WORK ORDER:
Write out the records below exactly as they appear, skipping each picture.

LISTED RECORDS:
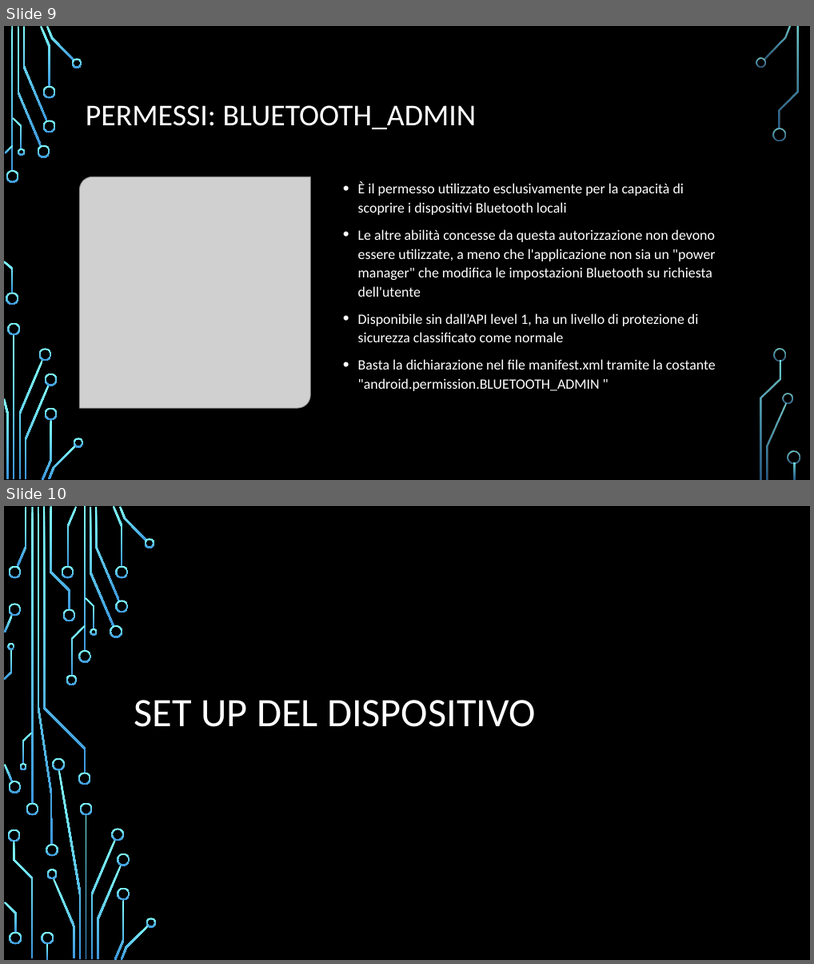
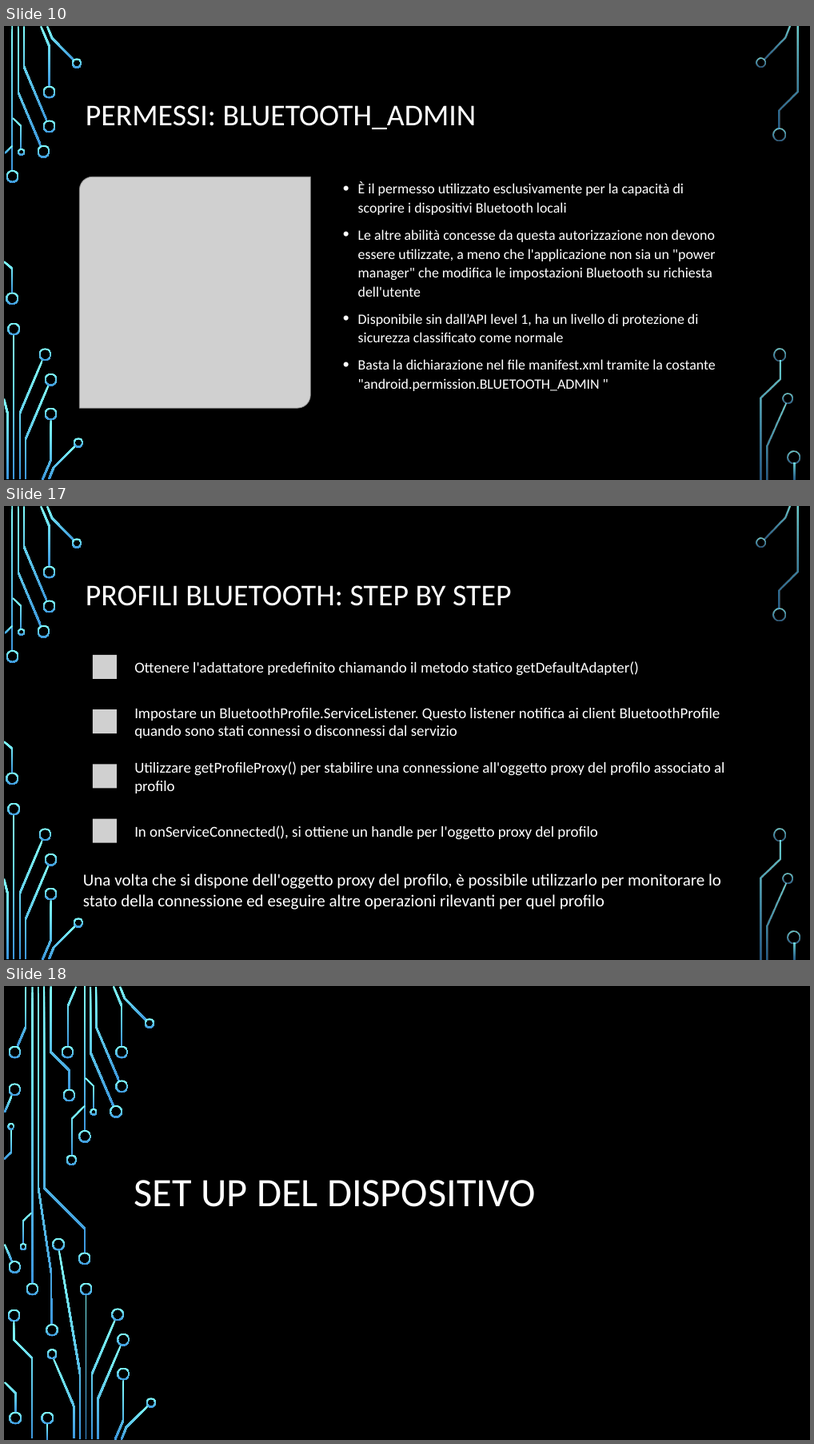
Before and after one commit to FNX-hub/ProgettoMP, a slide deck: Bluetooth.pptx. Shown one above the other, each under a label of ours: slides 9 and 10 before the commit, slides 10, 17 and 18 after it; the slides between them are not shown. The pictures are 814x964 and 814x1444 pixels, drawn with LibreOffice and Linux fonts; fonts in the diff are those of the drawing; grey boxes stand for pictures; background and template pictures are left out. Boxes give left, top, right and bottom in pixels: in the first picture for what was removed or moved away, otherwise in the second. Text is boxed around its words. In the diff, an @@ line names an element or a change of style, - is before the commit and + after.

```diff
--- a/Bluetooth.pptx
+++ b/Bluetooth.pptx
@@ slide 17 added at (x1=4, y1=506, x2=810, y2=960), background picture (left out); not listed: 36 template elements that a slide beside it also shows @@
@@ title added at (x1=86, y1=585, x2=511, y2=606), 36 pt, text #FFFFFF @@
+PROFILI BLUETOOTH: STEP BY STEP
@@ group added at (x1=80, y1=644, x2=734, y2=852): 4 rounded rectangles, 4 pictures, 4 texts @@
+Ottenere l'adattatore predefinito chiamando il metodo statico getDefaultAdapter()
+Impostare un BluetoothProfile.ServiceListener. Questo listener notifica ai client BluetoothProfile quando sono stati connessi o disconnessi dal servizio
+Utilizzare getProfileProxy() per stabilire una connessione all'oggetto proxy del profilo associato al profilo
+In onServiceConnected(), si ottiene un handle per l'oggetto proxy del profilo
@@ text added at (x1=83, y1=873, x2=722, y2=909), 20 pt, text #FFFFFF @@
+Una volta che si dispone dell'oggetto proxy del profilo, è possibile utilizzarlo per monitorare lo stato della connessione ed eseguire altre operazioni rilevanti per quel profilo
@@ what was slide 9 is now slide 10 @@
@@ what was slide 10 is now slide 18 @@
```
Also in this commit, not shown: 1 slide changed, 10 other slides added.

FINAL ANSWER:
Before and after one commit to FNX-hub/ProgettoMP, a slide deck: Bluetooth.pptx. Shown one above the other, each under a label of ours: slides 9 and 10 before the commit, slides 10, 17 and 18 after it; the slides between them are not shown. The pictures are 814x964 and 814x1444 pixels, drawn with LibreOffice and Linux fonts; fonts in the diff are those of the drawing; grey boxes stand for pictures; background and template pictures are left out. Boxes give left, top, right and bottom in pixels: in the first picture for what was removed or moved away, otherwise in the second. Text is boxed around its words. In the diff, an @@ line names an element or a change of style, - is before the commit and + after.

```diff
--- a/Bluetooth.pptx
+++ b/Bluetooth.pptx
@@ slide 17 added at (x1=4, y1=506, x2=810, y2=960), background picture (left out); not listed: 36 template elements that a slide beside it also shows @@
@@ title added at (x1=86, y1=585, x2=511, y2=606), 36 pt, text #FFFFFF @@
+PROFILI BLUETOOTH: STEP BY STEP
@@ group added at (x1=80, y1=644, x2=734, y2=852): 4 rounded rectangles, 4 pictures, 4 texts @@
+Ottenere l'adattatore predefinito chiamando il metodo statico getDefaultAdapter()
+Impostare un BluetoothProfile.ServiceListener. Questo listener notifica ai client BluetoothProfile quando sono stati connessi o disconnessi dal servizio
+Utilizzare getProfileProxy() per stabilire una connessione all'oggetto proxy del profilo associato al profilo
+In onServiceConnected(), si ottiene un handle per l'oggetto proxy del profilo
@@ text added at (x1=83, y1=873, x2=722, y2=909), 20 pt, text #FFFFFF @@
+Una volta che si dispone dell'oggetto proxy del profilo, è possibile utilizzarlo per monitorare lo stato della connessione ed eseguire altre operazioni rilevanti per quel profilo
@@ what was slide 9 is now slide 10 @@
@@ what was slide 10 is now slide 18 @@
```
Also in this commit, not shown: 1 slide changed, 10 other slides added.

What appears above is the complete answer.